After settling into a couch that overlooked the city from a window, we ordered our usual: two beers and two neat pours of mescal. Evelyn pulled off her black hood, and her short, dark hair fell out messily. The sound of hand drums, flamenco guitar, and sweetly sung Spanish words filled the air, just loud enough to allow a private conversation between two people from being overheard. “Even on New Years this place doesn’t get too hoppin’, huh?” Evelyn asked, smelling her glass of liquor before taking a sip. After tasting my own mescal I said, “People prefer a place to dance, I guess. That and this spot has no WiFi or anything.”

“Yeah, I suppose that is a deal breaker these days. So, have you thought about your New Year’s Resolution? I saw you didn’t post one.”

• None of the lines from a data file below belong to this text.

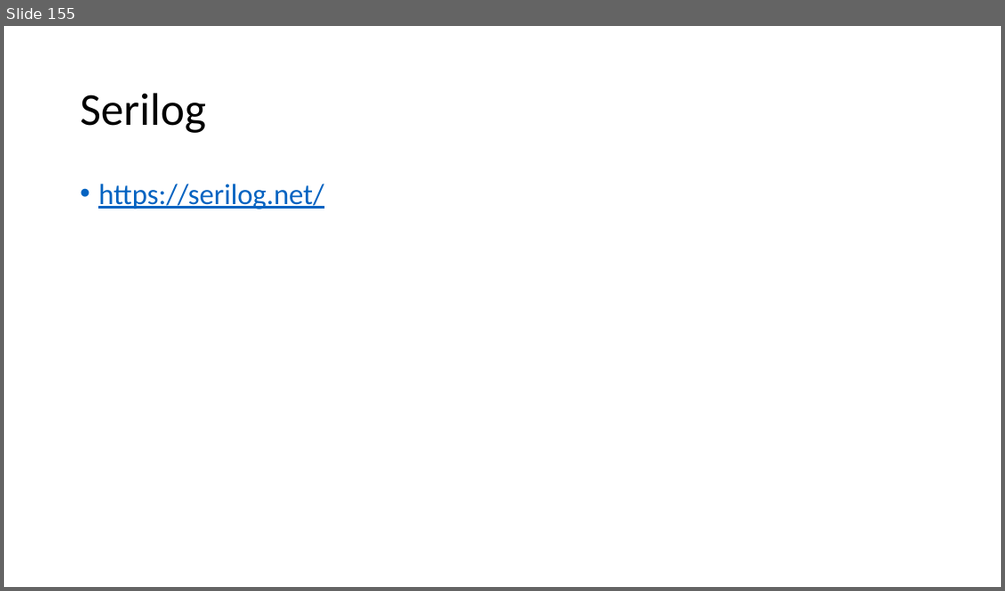
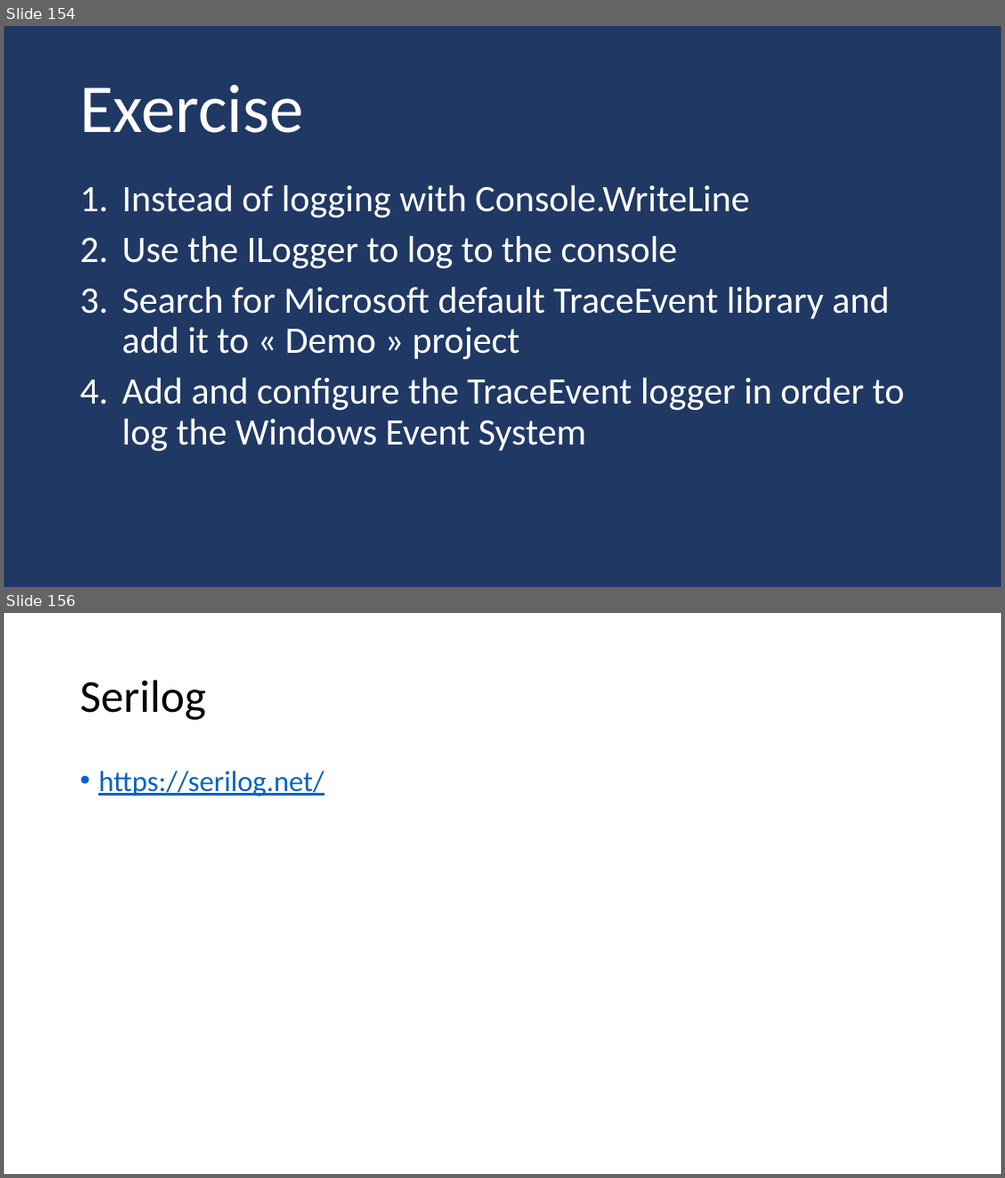
Before and after one commit to guillaume-chervet/course.dotnet, a slide deck: documentations/dotnet.pptx. Shown one above the other, each under a label of ours: slide 155 before the commit, slides 154 and 156 after it; the slides between them are not shown. The pictures are 1005x591 and 1005x1178 pixels, drawn with LibreOffice and Linux fonts; fonts in the diff are those of the drawing. Boxes give left, top, right and bottom in pixels: in the first picture for what was removed or moved away, otherwise in the second. Text is boxed around its words. In the diff, an @@ line names an element or a change of style, - is before the commit and + after.

```diff
--- a/documentations/dotnet.pptx
+++ b/documentations/dotnet.pptx
@@ slide 154 added at [4,26,1001,587], background #203864 @@
@@ title added at [80,85,303,133], 66 pt, text #FFFFFF @@
+Exercise
@@ text added at [122,185,905,451], 36 pt, text #FFFFFF @@
+1. Instead of logging with Console.WriteLine
+2. Use the ILogger to log to the console
+3. Search for Microsoft default TraceEvent library and add it to « Demo » project
+4. Add and configure the TraceEvent logger in order to log the Windows Event System
@@ what was slide 155 is now slide 156 @@
```
Also in this commit, not shown: 4 slides changed, 2 other slides added, 1 slide removed.
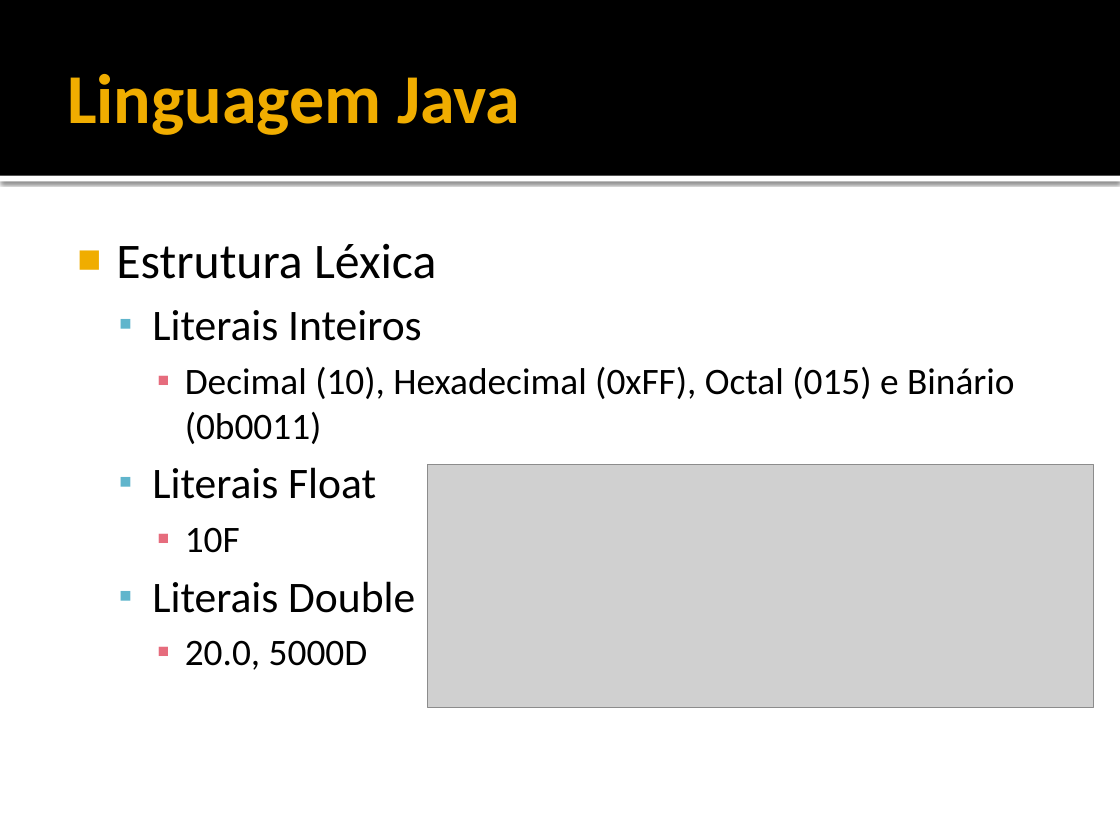
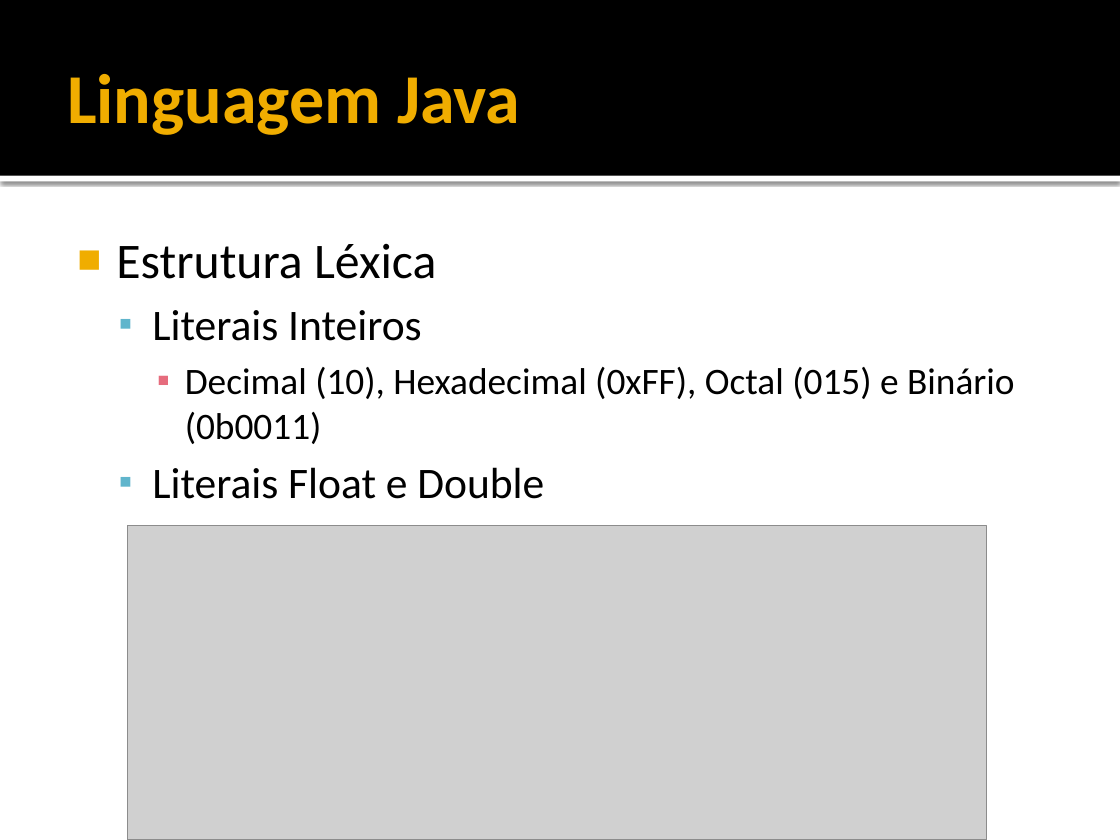
Before and after one commit to filosofisto/cpb-treinamento, a slide deck: slide 22 of Fundamentos/Fundamentos - Java Basico.pptx. Drawn at 1120x840 pixels with LibreOffice and Linux fonts; fonts in the diff are those of the drawing; grey boxes stand for pictures. Boxes give left, top, right and bottom in pixels: in the first picture for what was removed or moved away, otherwise in the second. Text is boxed around its words. In the diff, an @@ line names an element or a change of style, - is before the commit and + after.

```diff
--- a/Fundamentos/Fundamentos - Java Basico.pptx
+++ b/Fundamentos/Fundamentos - Java Basico.pptx
@@ text at box(152, 467, 544, 499): text changed @@
-  ▪ Literais Float
-    ▪ 10F
-  ▪ Literais Double
-    ▪ 20.0, 5000D
+  ▪ Literais Float e Double
@@ picture: place and size @@
-picture at box(428, 464, 1093, 708)
+picture at box(128, 525, 987, 840)
```
Also in this commit, not shown: 1 other slide changed, 2 slides added, 2 other files.
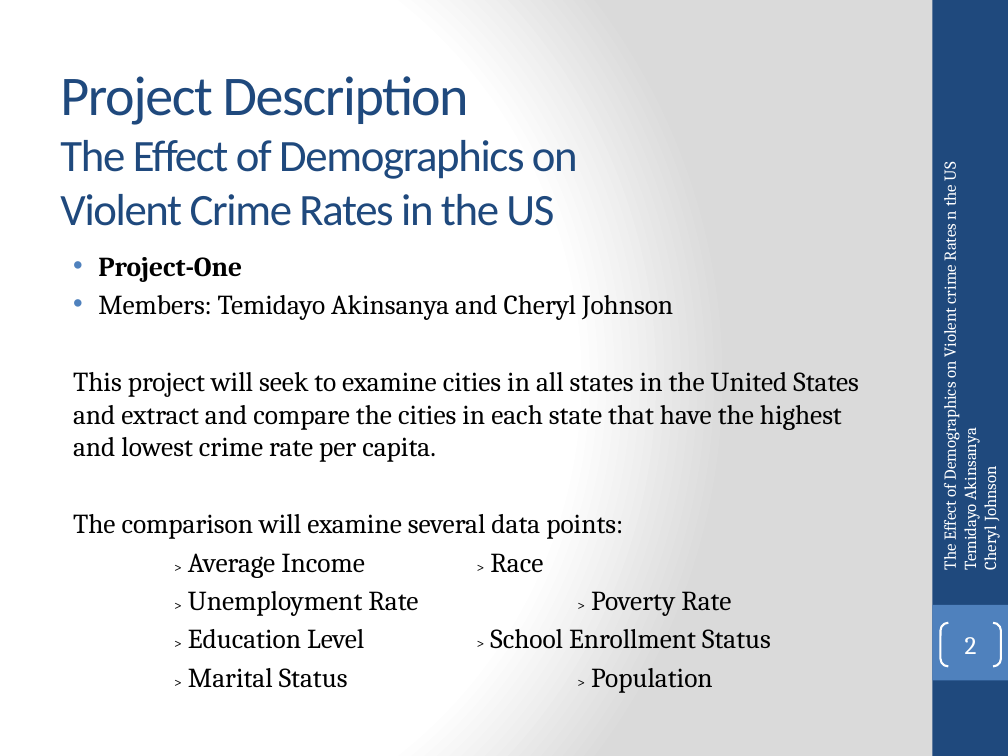
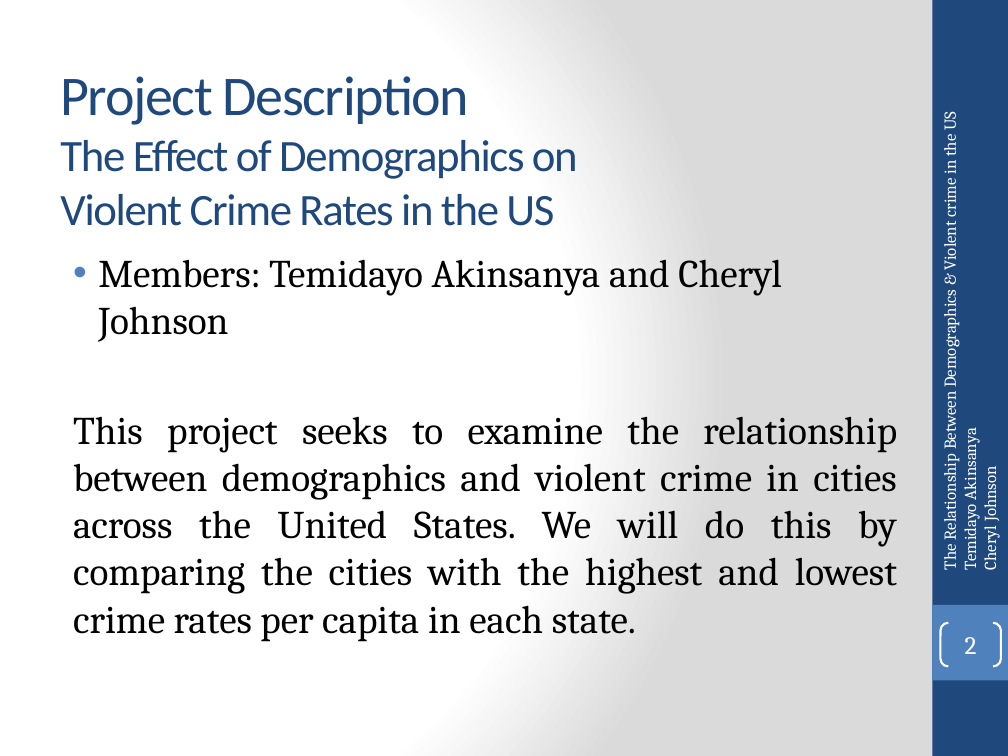
Before and after one commit to temidayo1234/National_ViolentCrime_Analysis, a slide deck: slide 2 of Data Analytics Bootcamp Project 1.pptx. Drawn at 1008x756 pixels with LibreOffice and Linux fonts; fonts in the diff are those of the drawing. Boxes give left, top, right and bottom in pixels: in the first picture for what was removed or moved away, otherwise in the second. Text is boxed around its words. In the diff, an @@ line names an element or a change of style, - is before the commit and + after.

```diff
--- a/Data Analytics Bootcamp Project 1.pptx
+++ b/Data Analytics Bootcamp Project 1.pptx
@@ text "The Relationship Between Demographics & ...": place and size @@
-text "The Relationship Between Demographics & ..." at (938, 163, 1001, 570)
+text "The Relationship Between Demographics & ..." at (938, 113, 1001, 570)
@@ text at (938, 113, 960, 570): text changed @@
-The Effect of Demographics on Violent crime Rates n the US
+The Relationship Between Demographics & Violent crime in the US
@@ text at (98, 257, 242, 282): paragraph removed @@
-• Project-One
@@ text at (98, 259, 782, 342): size 19.6 to 28 pt in "Members: Temidayo Akinsanya and Cheryl Johnson"; more space between paragraphs @@
@@ text at (73, 416, 897, 642): text changed; size 19.6 to 28 pt @@
-This project will seek to examine cities in all states in the United States and extract and compare the cities in each state that have the highest and lowest crime rate per capita.
-The comparison will examine several data points:
-> Average Income > Race
-> Unemployment Rate > Poverty Rate
-> Education Level > School Enrollment Status
-> Marital Status > Population
+This project seeks to examine the relationship between demographics and violent crime in cities across the United States. We will do this by comparing the cities with the highest and lowest crime rates per capita in each state.
```
Also in this commit, not shown: 10 other slides changed, 7 slides added.

I shrugged, “Honestly, I just don’t know what I want to change. At this point in my life I don’t know what I want, or even what I need.”

Evelyn laughed, “You are so hopeless, you know that Liam? Listen, there is an app-”

My eyebrows raised as I drank a long drought of my mescal.

“Don’t give me that look! Just try it, it’s called Data Genie.”

My hand waved in protest as I set my glass back down on the table, “Nope, not interested in having some machine tell me how to live my life.”

“You don’t have to listen to it,” she said with a smile, “It’s always up to you to decide what life you want to live. But suggestions never hurt, even if it comes from some data sifting algorithm.”

“Did you use it?”

She nodded, “I did. It told me that a good resolution for me would be being more open to experience, to try something new next year.”

I grabbed my beer, and pulled out a cigarette. “Care to join me?”

“I’m not drunk enough yet for one, thank you. While you’re out there you should check out that app though. It would be fun!”

“Ok, ok,” I gave said as I walked away, “As long as it doesn’t look at my porn habits.”

“What good app doesn’t look at your porn habits?” she called from behind me as I walked towards the stairs that headed up to the building’s roof.

Over summer, the roof is lit up with strings of lights, and the restaurant brings out chairs and hosts live music; over winter, it’s solely the realm of people smoking cigarettes in the chilly winter air. I walked over to the edge of the roof to lean over the railing, and took a deep drag from my cigarette. It was a beautiful night, and soon, the skyline of the city would be outlined with the colorful explosions of fireworks. I pulled out my phone, and saw a text from Evelyn. It was a link to the Data Genie app. I scoffed, but reluctantly I pressed it. I hope this isn’t like the last time she recommended me an app. Fucking Poly. The memory made me shake my head as my phone downloaded Data Genie. She had told me that ever since we quit bartending I had stopped talking to girls, primarily because she wasn’t there to force them to give me their numbers. She said, “It’ll be good for you to hook up with someone once in awhile. Poly even analyzes your porn preferences to make sure you’re sexually compatible.” You know, I tried it. I swiped, I matched, and then I saw her.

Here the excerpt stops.